Das Besondere an förges 3: Die Perspektive der Betroffenen wurde gezielt in das Interventionskonzept integriert. „Ich kann kein Bewegungsprojekt starten, wenn es Barrieren gibt. Das heißt, ich muss die Leute da abholen, wo sie stehen“, erläutert Christina Ising, Projektkoordinatorin der Lebenshilfe Brakel. Aus diesem Grund wurden die Ergebnisse der Forschenden in einer für die Betroffenen angemessenen Darstellungsweise visualisiert. „Wir haben versucht zu verdeutlichen, dass es im Alltag zahlreiche Chancen gibt, sich zu bewegen“, erläutert Ising. „Wir wollten so die Motivation stärken, sich aktiv damit auseinanderzusetzen und zu überlegen, wie man diese in das eigene Leben einbauen kann.“
Auch in den vorausgegangenen wissenschaftlichen Prozess wurden die Betroffenen einbezogen. „Bei unseren Projekttreffen wurde die Perspektive zukünftiger Nutzerinnen und Nutzer durch zwei Arbeitsgruppen stets eingebunden und sie fungierten als unsere Expertinnen beziehungsweise Experten“, berichtet Bruland. „Auf diese Weise konnten wir den Klientinnen und Klienten auf Augenhöhe begegnen – tolle Ideen und Synergien waren das Ergebnis“, so Ising.
Forschende und Betroffene stellten sich unter anderem die Frage: Wie kann ich mich jeden Tag bewusst für einen körperlich aktiven Lebensstil entscheiden? Oder: Wie mache ich Bewegung und wie mache ich sie richtig? Hierfür stehen zwölf Broschüren in vier Modulen bereit, die Informationen, Übungen zum Ausprobieren und Entscheidungshilfen enthalten. Egal ob Yoga, Spazierengehen oder Fahrradfahren – Nutzerinnen und Nutzer setzen sich eigene Ziele und erstellen gemeinsam mit von ihnen selbst ausgewählten Unterstützerinnen und Unterstützern (Bewegungs-Paten) einen Wochenplan, der sie auf dem Weg zu einem aktiven Lebensstil unterstützt.
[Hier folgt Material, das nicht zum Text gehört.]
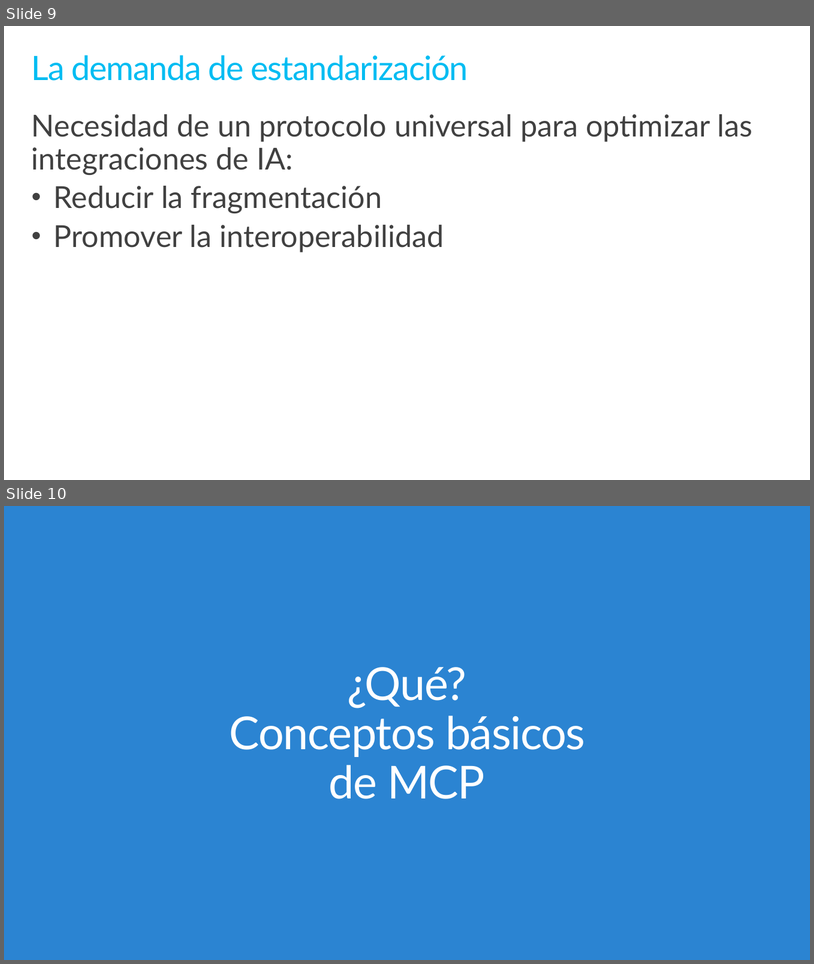
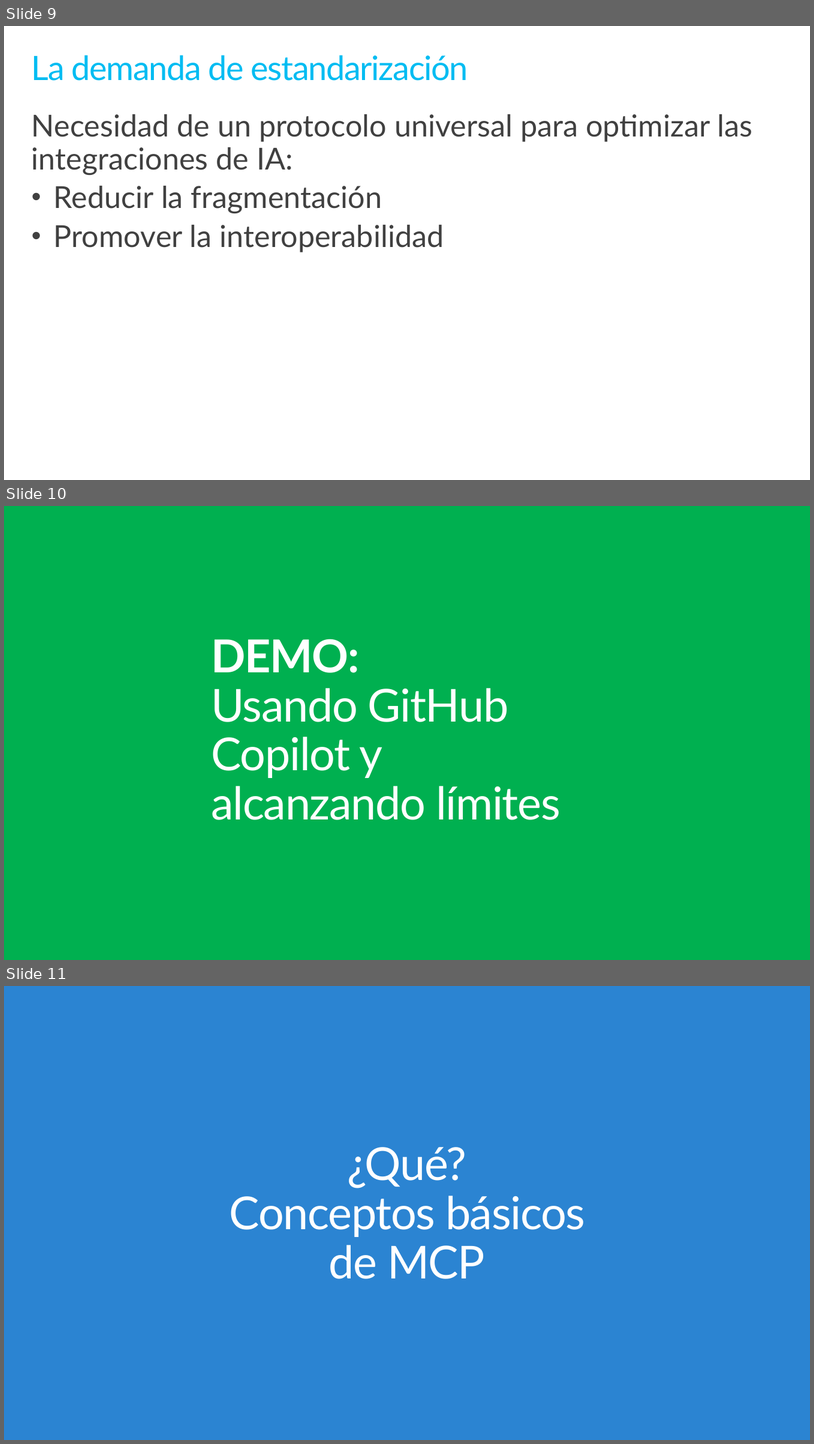
Before and after one commit to jsuarezruiz/sevilladotnet-mcp-materials, a slide deck: introduccion-mcp.pptx. Shown one above the other, each under a label of ours: slides 9 and 10 before the commit, slides 9, 10 and 11 after it. The pictures are 814x964 and 814x1444 pixels, drawn with LibreOffice and Linux fonts; fonts in the diff are those of the drawing. Boxes give left, top, right and bottom in pixels: in the first picture for what was removed or moved away, otherwise in the second. Text is boxed around its words. In the diff, an @@ line names an element or a change of style, - is before the commit and + after.

```diff
--- a/introduccion-mcp.pptx
+++ b/introduccion-mcp.pptx
@@ slide 10 added at <box>4,506,810,960</box>, background #00B050 @@
@@ title added at <box>212,639,561,820</box>, 54 pt, text #FFFFFF @@
+DEMO:
+Usando GitHub Copilot y alcanzando límites
@@ what was slide 10 is now slide 11 @@
```
Also in this commit, not shown: 4 slides changed, 8 other slides added, 1 other file.

Im Vordergrund bei alledem: Spaß an der Bewegung und keine Überforderung! „Wir dürfen die Lebenswelt und das Selbstbestimmungsrecht der Leute nicht vergessen!“ so Ising. „Sie sollen selber entscheiden, was gut für sie ist und niemand anderes.“
Die ersten Bewegungspläne werden von den Bewohnerinnen und Bewohnern bereits umgesetzt. „Es ist schön, dass ich auf dem Plan nochmal sehe, was ich machen kann, und dann mache ich das auch“, sagt Franziska Heidrich, Mitglied einer Arbeitsgruppe und Nutzerin des Angebots. „Ich fühle mich jetzt auch schon wohler als vor dem Projekt. Durch die Bewegung bin ich ein anderer, selbstbewussterer Mensch geworden.“
Für die Forschenden sind Rückmeldungen wie diese ein großer Erfolg. Bruland: „Es zeigt sich, dass wir die Bewohnerinnen und Bewohner nicht nur körperlich, sondern auch in ihren individuellen Kompetenzen fördern können. Sie lernen vieles über ihren eigenen Körper und über ihre Bewegungsmöglichkeiten. Das stärkt Selbstbewusstsein und fördert selbstbestimmtes Handeln.“
Das Projekt Förderung von Bewegungsfähigkeiten und körperlicher Aktivität von Menschen mit geistiger Behinderung (förges 3) wurde gefördert durch die Stiftung Wohlfahrtspflege des Landes NRW im Rahmen der Förderlinie „Pflege Inklusiv“ und entstand in Kooperation mit der Lebenshilfe Brakel Wohnen Bildung Freizeit gGmbH.
Weiter ist es Teil des Verbundes Nutzerorientierte Versorgung: Förderung der Gesundheitskompetenz und des Selbstmanagements bei chronischer Krankheit und Pflegebedürftigkeit (FörGes).